_Problem description_:
Write only the number of lines in the records beneath that hold "customer".
[Data under study]
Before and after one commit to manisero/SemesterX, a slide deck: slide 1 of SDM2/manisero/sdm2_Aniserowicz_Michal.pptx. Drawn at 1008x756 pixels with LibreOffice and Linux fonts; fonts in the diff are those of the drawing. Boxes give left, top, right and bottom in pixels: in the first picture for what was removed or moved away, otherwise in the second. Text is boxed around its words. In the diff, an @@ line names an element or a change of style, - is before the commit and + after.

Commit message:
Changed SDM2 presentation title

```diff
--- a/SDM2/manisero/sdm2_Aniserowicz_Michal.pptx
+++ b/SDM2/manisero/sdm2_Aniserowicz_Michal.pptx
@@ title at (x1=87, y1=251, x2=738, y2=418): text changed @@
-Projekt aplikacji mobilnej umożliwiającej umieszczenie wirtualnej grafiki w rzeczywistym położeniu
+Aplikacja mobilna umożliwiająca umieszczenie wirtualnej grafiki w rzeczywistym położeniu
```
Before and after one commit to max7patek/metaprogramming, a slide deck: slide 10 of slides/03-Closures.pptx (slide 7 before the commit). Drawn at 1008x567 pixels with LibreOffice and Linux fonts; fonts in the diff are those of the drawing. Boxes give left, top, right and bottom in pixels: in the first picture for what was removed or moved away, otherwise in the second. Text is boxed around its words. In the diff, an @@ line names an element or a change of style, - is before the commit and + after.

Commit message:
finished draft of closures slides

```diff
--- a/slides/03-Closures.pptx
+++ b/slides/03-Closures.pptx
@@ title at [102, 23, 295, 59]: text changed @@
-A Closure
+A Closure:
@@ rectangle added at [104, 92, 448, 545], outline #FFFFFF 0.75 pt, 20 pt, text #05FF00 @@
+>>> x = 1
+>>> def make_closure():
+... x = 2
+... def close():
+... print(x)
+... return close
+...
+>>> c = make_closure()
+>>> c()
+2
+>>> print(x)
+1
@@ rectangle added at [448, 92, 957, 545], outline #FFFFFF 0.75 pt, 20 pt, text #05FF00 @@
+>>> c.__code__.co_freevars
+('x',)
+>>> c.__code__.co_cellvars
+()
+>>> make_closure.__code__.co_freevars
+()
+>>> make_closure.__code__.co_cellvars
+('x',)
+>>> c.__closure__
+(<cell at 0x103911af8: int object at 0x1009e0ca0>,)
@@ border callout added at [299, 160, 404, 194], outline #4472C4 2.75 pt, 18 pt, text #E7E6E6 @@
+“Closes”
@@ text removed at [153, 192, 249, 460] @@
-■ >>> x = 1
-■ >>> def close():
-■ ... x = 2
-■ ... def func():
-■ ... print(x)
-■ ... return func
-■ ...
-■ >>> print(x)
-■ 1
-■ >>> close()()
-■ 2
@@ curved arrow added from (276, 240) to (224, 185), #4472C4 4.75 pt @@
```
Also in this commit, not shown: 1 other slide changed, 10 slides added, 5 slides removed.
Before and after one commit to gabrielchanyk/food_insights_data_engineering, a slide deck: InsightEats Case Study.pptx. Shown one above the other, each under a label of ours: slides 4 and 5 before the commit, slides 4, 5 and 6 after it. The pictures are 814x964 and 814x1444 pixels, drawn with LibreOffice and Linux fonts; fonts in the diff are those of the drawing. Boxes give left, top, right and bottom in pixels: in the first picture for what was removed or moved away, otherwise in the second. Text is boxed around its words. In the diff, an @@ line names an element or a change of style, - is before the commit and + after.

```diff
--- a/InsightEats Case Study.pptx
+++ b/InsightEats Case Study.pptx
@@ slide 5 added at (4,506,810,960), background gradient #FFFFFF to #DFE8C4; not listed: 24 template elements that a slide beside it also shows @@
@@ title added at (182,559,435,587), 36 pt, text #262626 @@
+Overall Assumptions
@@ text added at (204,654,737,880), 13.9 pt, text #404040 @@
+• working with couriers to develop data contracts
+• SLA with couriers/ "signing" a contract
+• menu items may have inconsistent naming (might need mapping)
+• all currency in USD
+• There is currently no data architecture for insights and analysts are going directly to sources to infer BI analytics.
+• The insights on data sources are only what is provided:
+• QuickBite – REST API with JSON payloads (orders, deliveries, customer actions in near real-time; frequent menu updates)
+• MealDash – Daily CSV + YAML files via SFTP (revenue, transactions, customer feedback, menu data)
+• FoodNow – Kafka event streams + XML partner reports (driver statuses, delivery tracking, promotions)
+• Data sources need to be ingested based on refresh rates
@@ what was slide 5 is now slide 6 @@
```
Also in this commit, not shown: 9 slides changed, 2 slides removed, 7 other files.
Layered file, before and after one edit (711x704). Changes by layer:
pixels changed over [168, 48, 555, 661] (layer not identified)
[/Data under study]
_Written response_:
2